Lesson 4 - Loading and Copying Data

Welcome to Bulk Data Loading

Inserting one row at a time is fine for a handful of records, but data engineers move data by the thousands and millions. In this lesson you will learn the faster, more robust ways to load CSV files into Postgres, to export tables back out to files, and to copy data between tables — sometimes without leaving SQL at all.

You will keep working with the IGN game reviews dataset, whose date columns have been merged into a single release_date.

By the end of this lesson, you will be able to:

  • Explain how cursor.mogrify() converts Python values into safe SQL
  • Insert many rows with a single INSERT statement
  • Bulk-load CSV files with copy_from and copy_expert
  • Export a Postgres table to a CSV file
  • Copy data between tables using INSERTSELECT

You will use the psycopg2 workflow from earlier lessons. Let’s load some data.

Data for this lesson

Engine: PostgreSQL. Dataset: IGN game reviews loaded from CSV.

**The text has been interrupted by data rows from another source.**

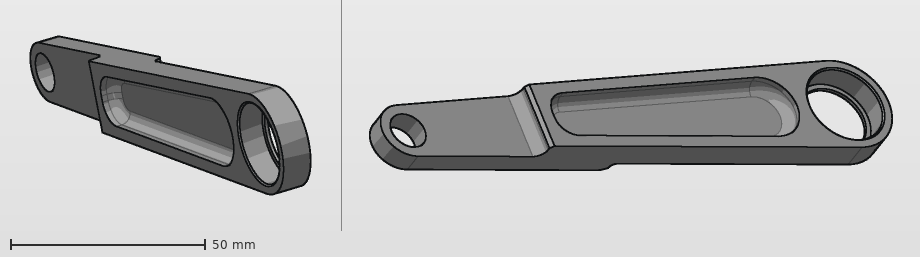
import cadquery as cq
import math

span_x = 123.8
span_z = 50.9
small_end_radius = 8.0
big_end_radius = 13.5
small_hole_radius = 5.16

total_thickness = 11.0
big_end_thickness = 8.0
front_step_height = 4.87

front_wall_position = 38.1
front_step_fillet = 3.0
front_step_chamfer = 1.0
back_wall_position = 60.9
back_step_fillet = 1.96
back_step_chamfer_run = 2.0
back_step_chamfer_drop = 1.0

bearing_radius = 10.9
seat_entry_radius = 11.3
lip_hole_radius = 9.52
seat_depth = 7.0

pocket_margin = 3.3
pocket_start = 42.7
pocket_end_centre = 109.6
pocket_corner_radius = 5.8
pocket_depth = 4.5
pocket_floor_fillet = 2.9

arm_length = math.hypot(span_x, span_z)
arm_angle = math.degrees(math.atan2(span_z, span_x))
taper_sine = (big_end_radius - small_end_radius) / arm_length
taper_cosine = math.sqrt(1 - taper_sine**2)


def side_point(u, radius, side):
    """Point where a tapered side touches a circle centred at u on the arm axis."""
    return (u - radius * taper_sine, side * radius * taper_cosine)


def radius_at(u):
    """Radius of the circle centred at u that touches both sides of the arm."""
    return small_end_radius + u * taper_sine


def disc(u, radius, depth):
    """Cylinder across the arm, running back from the front face."""
    return cq.Workplane("XZ", origin=(u, 0, 0)).circle(radius).extrude(-depth)


def arm_blank():
    return (
        cq.Workplane("XZ")
        .moveTo(*side_point(0, small_end_radius, -1))
        .lineTo(*side_point(arm_length, big_end_radius, -1))
        .threePointArc(
            (arm_length + big_end_radius, 0),
            side_point(arm_length, big_end_radius, 1),
        )
        .lineTo(*side_point(0, small_end_radius, 1))
        .threePointArc((-small_end_radius, 0), side_point(0, small_end_radius, -1))
        .close()
        .extrude(-total_thickness)
    )


def step_cutter(wall, direction, height, fillet, chamfer_run, chamfer_drop, face_y, inward):
    """Clear one face of the arm from a wall outward, leaving a filleted, chamfered step."""

    def point(distance, depth):
        return (wall + direction * distance, face_y + inward * depth)

    mid_arc = fillet * (1 - math.sqrt(0.5))
    return (
        cq.Workplane("XY")
        .moveTo(*point(-chamfer_run, 0))
        .lineTo(*point(0, chamfer_drop))
        .lineTo(*point(0, height - fillet))
        .threePointArc(point(mid_arc, height - mid_arc), point(fillet, height))
        .lineTo(*point(arm_length, height))
        .lineTo(*point(arm_length, 0))
        .close()
        .extrude(big_end_radius * 2, both=True)
    )


def bearing_bore():
    seat = disc(arm_length, bearing_radius, seat_depth)
    lip_hole = disc(arm_length, lip_hole_radius, total_thickness)
    entry_chamfer = (
        cq.Workplane("XZ", origin=(arm_length, 0, 0))
        .circle(seat_entry_radius)
        .workplane(offset=bearing_radius - seat_entry_radius)
        .circle(bearing_radius)
        .loft()
    )
    return seat.union(lip_hole).union(entry_chamfer)


def pocket():
    start_half_width = (radius_at(pocket_start) - pocket_margin) / taper_cosine
    end_radius = radius_at(pocket_end_centre) - pocket_margin
    wedge = (
        cq.Workplane("XZ")
        .polyline(
            [
                (pocket_start, -start_half_width),
                side_point(pocket_end_centre, end_radius, -1),
                side_point(pocket_end_centre, end_radius, 1),
                (pocket_start, start_half_width),
            ]
        )
        .close()
        .extrude(-pocket_depth)
        .edges("|Y and <X")
        .fillet(pocket_corner_radius)
    )
    return (
        wedge.union(disc(pocket_end_centre, end_radius, pocket_depth))
        .faces(">Y")
        .edges()
        .fillet(pocket_floor_fillet)
    )


front_step = step_cutter(
    front_wall_position,
    -1,
    front_step_height,
    front_step_fillet,
    front_step_chamfer,
    front_step_chamfer,
    0,
    1,
)
back_step = step_cutter(
    back_wall_position,
    1,
    total_thickness - big_end_thickness,
    back_step_fillet,
    back_step_chamfer_run,
    back_step_chamfer_drop,
    total_thickness,
    -1,
)

level_arm = (
    arm_blank()
    .cut(front_step)
    .cut(back_step)
    .cut(disc(0, small_hole_radius, total_thickness))
    .cut(bearing_bore())
    .cut(pocket())
)
result = level_arm.rotate((0, 0, 0), (0, 1, 0), -arm_angle)

Tables used: ign_reviews, users, users_copy, emails

Real-world source: Kaggle — 20 Years of Games / IGN reviews. Load it into your own PostgreSQL instance (the lesson walks through the COPY import) and run the queries in psql or a GUI client.


Behind the Scenes: mogrify

When you pass values to cursor.execute() with %s placeholders, psycopg2 safely converts your Python objects into Postgres values. The method that does this conversion is cursor.mogrify(), and you can call it directly to see the result without touching the database:

from datetime import date

mogrified_values = cur.mogrify("(%s, %s, %s, %s, %s, %s, %s, %s, %s)",
    (52499790661213,
     'Amazing',
     'LittleBigPlanet PS Vita',
     '/games/littlebigplanet-vita/vita-98907',
     'PlayStation Vita',
     9.0,
     'Platformer',
     'y',
     date(2012, 12, 9))
)
print(mogrified_values)
b"(52499790661213, 'Amazing', 'LittleBigPlanet PS Vita', '/games/littlebigplanet-vita/vita-98907', 'PlayStation Vita', 9.0, 'Platformer', 'y', '2012-12-09'::date)"

Notice how mogrify quoted the strings and turned the Python date into a proper Postgres '2012-12-09'::date. This is exactly the substitution execute() performs internally.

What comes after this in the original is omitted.